> **Goal of the exercise**: For this listing, the lines between the one holding "Before and after one commit to yangi92/SE2_PowerEnJoy, a" and the one holding "Also in this commit, not shown: 5", inclusive, must be set down exactly.
• • • • • • •
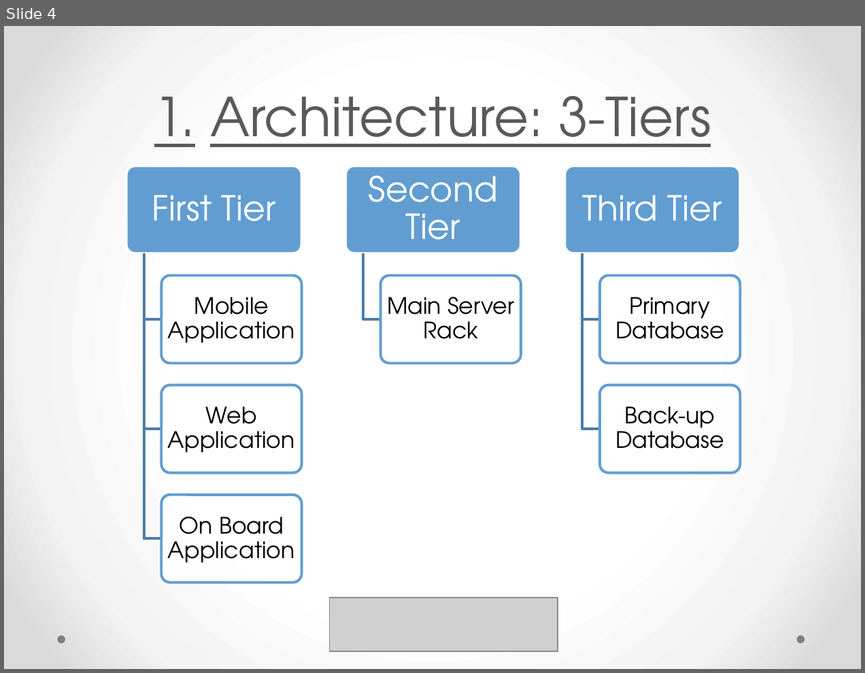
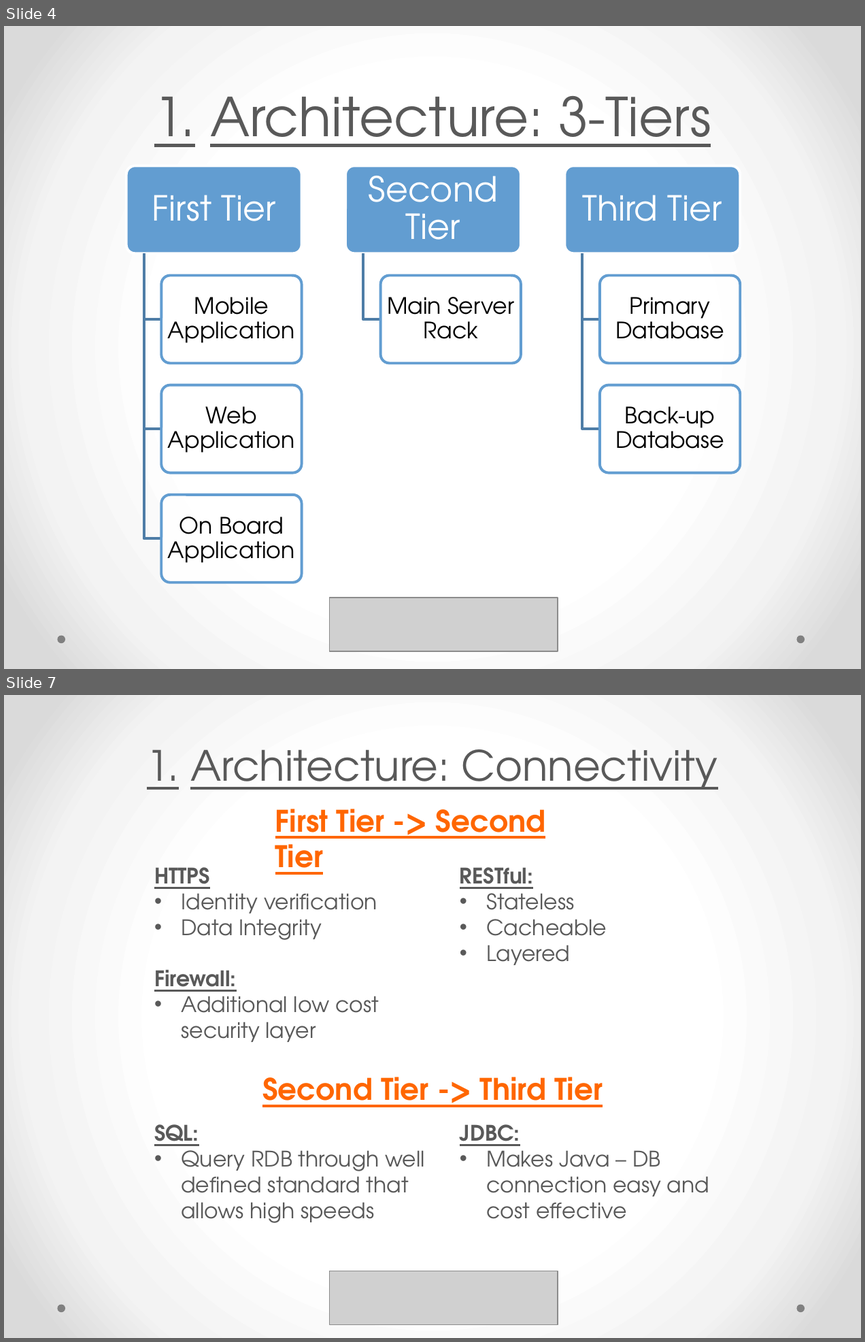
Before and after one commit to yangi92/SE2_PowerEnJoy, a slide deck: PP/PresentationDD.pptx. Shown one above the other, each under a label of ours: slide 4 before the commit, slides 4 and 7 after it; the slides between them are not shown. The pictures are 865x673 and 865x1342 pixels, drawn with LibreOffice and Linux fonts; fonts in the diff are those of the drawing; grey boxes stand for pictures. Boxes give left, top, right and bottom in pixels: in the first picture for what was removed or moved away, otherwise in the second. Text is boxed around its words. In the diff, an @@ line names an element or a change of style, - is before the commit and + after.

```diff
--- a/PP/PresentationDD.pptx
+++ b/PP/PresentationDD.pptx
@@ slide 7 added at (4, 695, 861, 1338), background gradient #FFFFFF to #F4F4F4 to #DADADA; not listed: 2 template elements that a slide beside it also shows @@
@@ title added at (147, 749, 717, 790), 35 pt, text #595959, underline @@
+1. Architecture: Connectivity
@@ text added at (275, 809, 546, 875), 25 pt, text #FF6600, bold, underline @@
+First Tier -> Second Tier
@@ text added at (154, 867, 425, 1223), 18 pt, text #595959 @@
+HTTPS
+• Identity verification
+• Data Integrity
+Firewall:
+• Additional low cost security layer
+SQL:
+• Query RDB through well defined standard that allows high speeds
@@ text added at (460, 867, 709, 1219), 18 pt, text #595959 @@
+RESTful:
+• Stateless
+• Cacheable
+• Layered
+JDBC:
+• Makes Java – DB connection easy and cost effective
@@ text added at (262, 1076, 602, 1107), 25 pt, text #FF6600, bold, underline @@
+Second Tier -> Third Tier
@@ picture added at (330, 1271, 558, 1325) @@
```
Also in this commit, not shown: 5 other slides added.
• • • • • • •
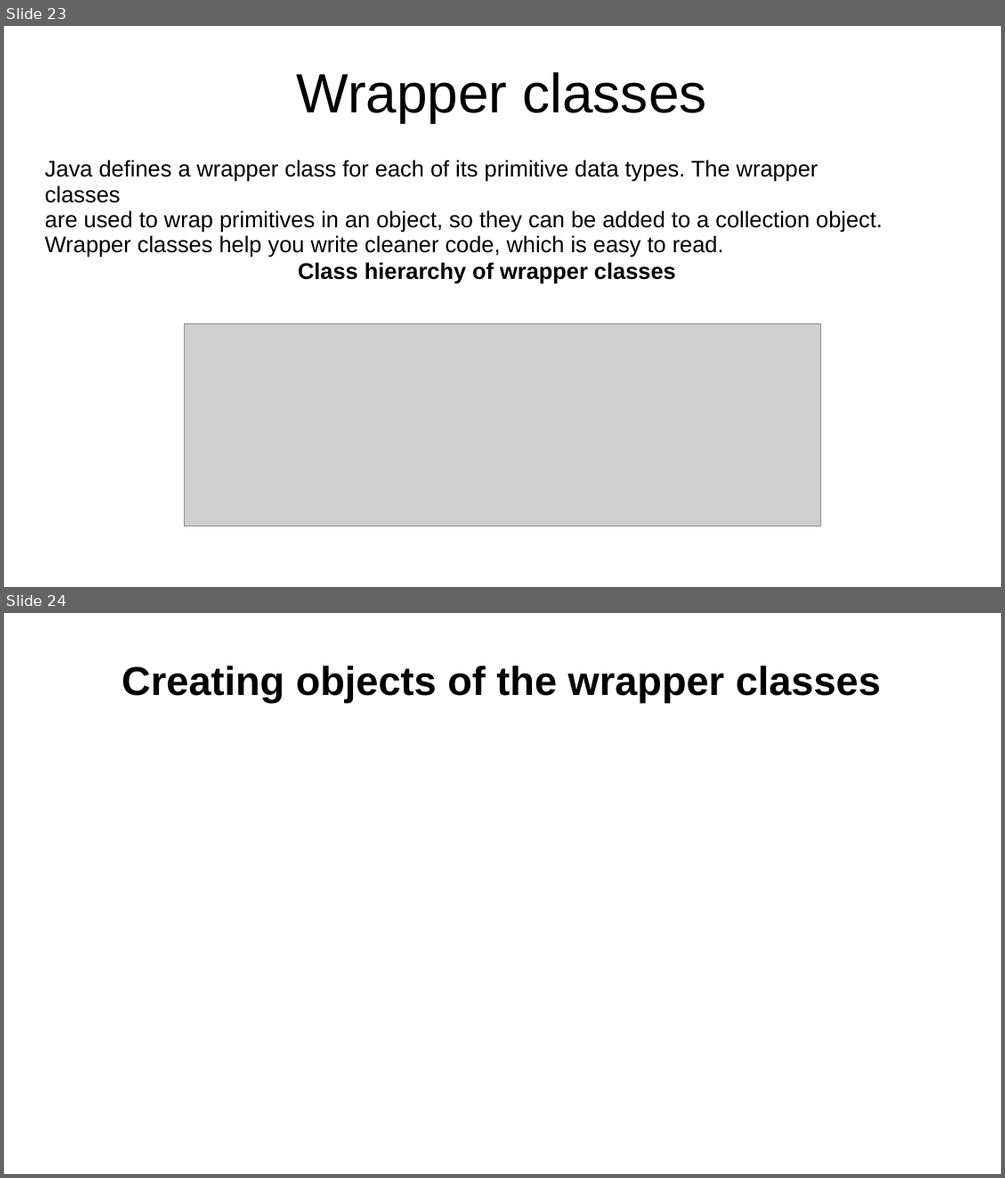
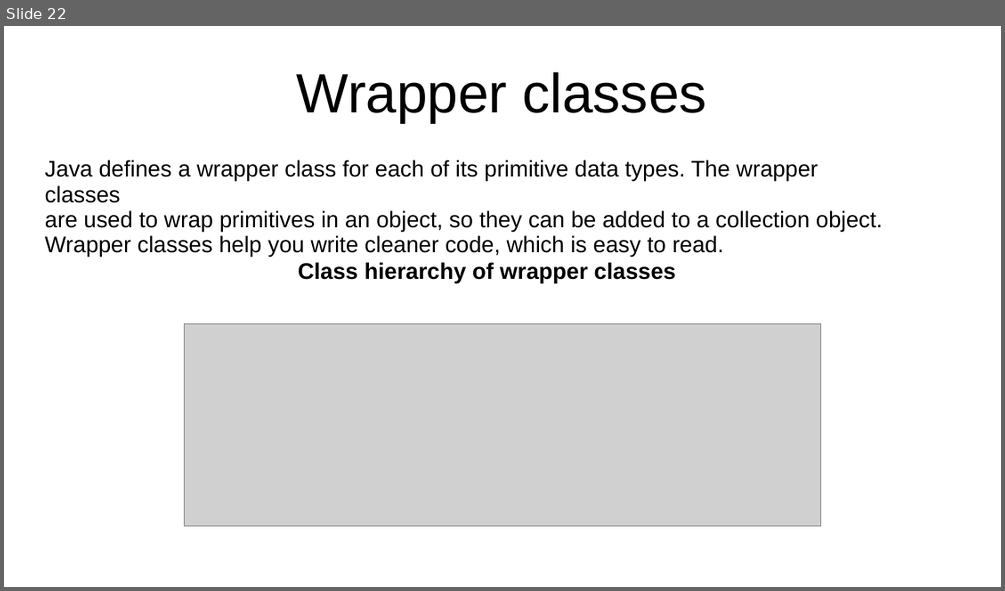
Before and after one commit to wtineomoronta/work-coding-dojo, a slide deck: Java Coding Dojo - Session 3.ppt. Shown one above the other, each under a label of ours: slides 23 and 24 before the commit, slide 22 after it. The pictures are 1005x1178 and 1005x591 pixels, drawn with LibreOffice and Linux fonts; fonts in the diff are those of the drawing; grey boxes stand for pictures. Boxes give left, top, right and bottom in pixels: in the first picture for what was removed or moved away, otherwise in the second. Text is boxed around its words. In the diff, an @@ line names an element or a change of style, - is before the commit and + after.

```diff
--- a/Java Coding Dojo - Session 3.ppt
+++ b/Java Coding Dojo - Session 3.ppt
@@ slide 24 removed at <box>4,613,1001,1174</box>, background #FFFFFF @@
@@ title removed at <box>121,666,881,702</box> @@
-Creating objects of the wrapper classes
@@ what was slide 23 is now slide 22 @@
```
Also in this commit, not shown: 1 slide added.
• • • • • • •
> **Answer below**:
Before and after one commit to yangi92/SE2_PowerEnJoy, a slide deck: PP/PresentationDD.pptx. Shown one above the other, each under a label of ours: slide 4 before the commit, slides 4 and 7 after it; the slides between them are not shown. The pictures are 865x673 and 865x1342 pixels, drawn with LibreOffice and Linux fonts; fonts in the diff are those of the drawing; grey boxes stand for pictures. Boxes give left, top, right and bottom in pixels: in the first picture for what was removed or moved away, otherwise in the second. Text is boxed around its words. In the diff, an @@ line names an element or a change of style, - is before the commit and + after.

```diff
--- a/PP/PresentationDD.pptx
+++ b/PP/PresentationDD.pptx
@@ slide 7 added at (4, 695, 861, 1338), background gradient #FFFFFF to #F4F4F4 to #DADADA; not listed: 2 template elements that a slide beside it also shows @@
@@ title added at (147, 749, 717, 790), 35 pt, text #595959, underline @@
+1. Architecture: Connectivity
@@ text added at (275, 809, 546, 875), 25 pt, text #FF6600, bold, underline @@
+First Tier -> Second Tier
@@ text added at (154, 867, 425, 1223), 18 pt, text #595959 @@
+HTTPS
+• Identity verification
+• Data Integrity
+Firewall:
+• Additional low cost security layer
+SQL:
+• Query RDB through well defined standard that allows high speeds
@@ text added at (460, 867, 709, 1219), 18 pt, text #595959 @@
+RESTful:
+• Stateless
+• Cacheable
+• Layered
+JDBC:
+• Makes Java – DB connection easy and cost effective
@@ text added at (262, 1076, 602, 1107), 25 pt, text #FF6600, bold, underline @@
+Second Tier -> Third Tier
@@ picture added at (330, 1271, 558, 1325) @@
```
Also in this commit, not shown: 5 other slides added.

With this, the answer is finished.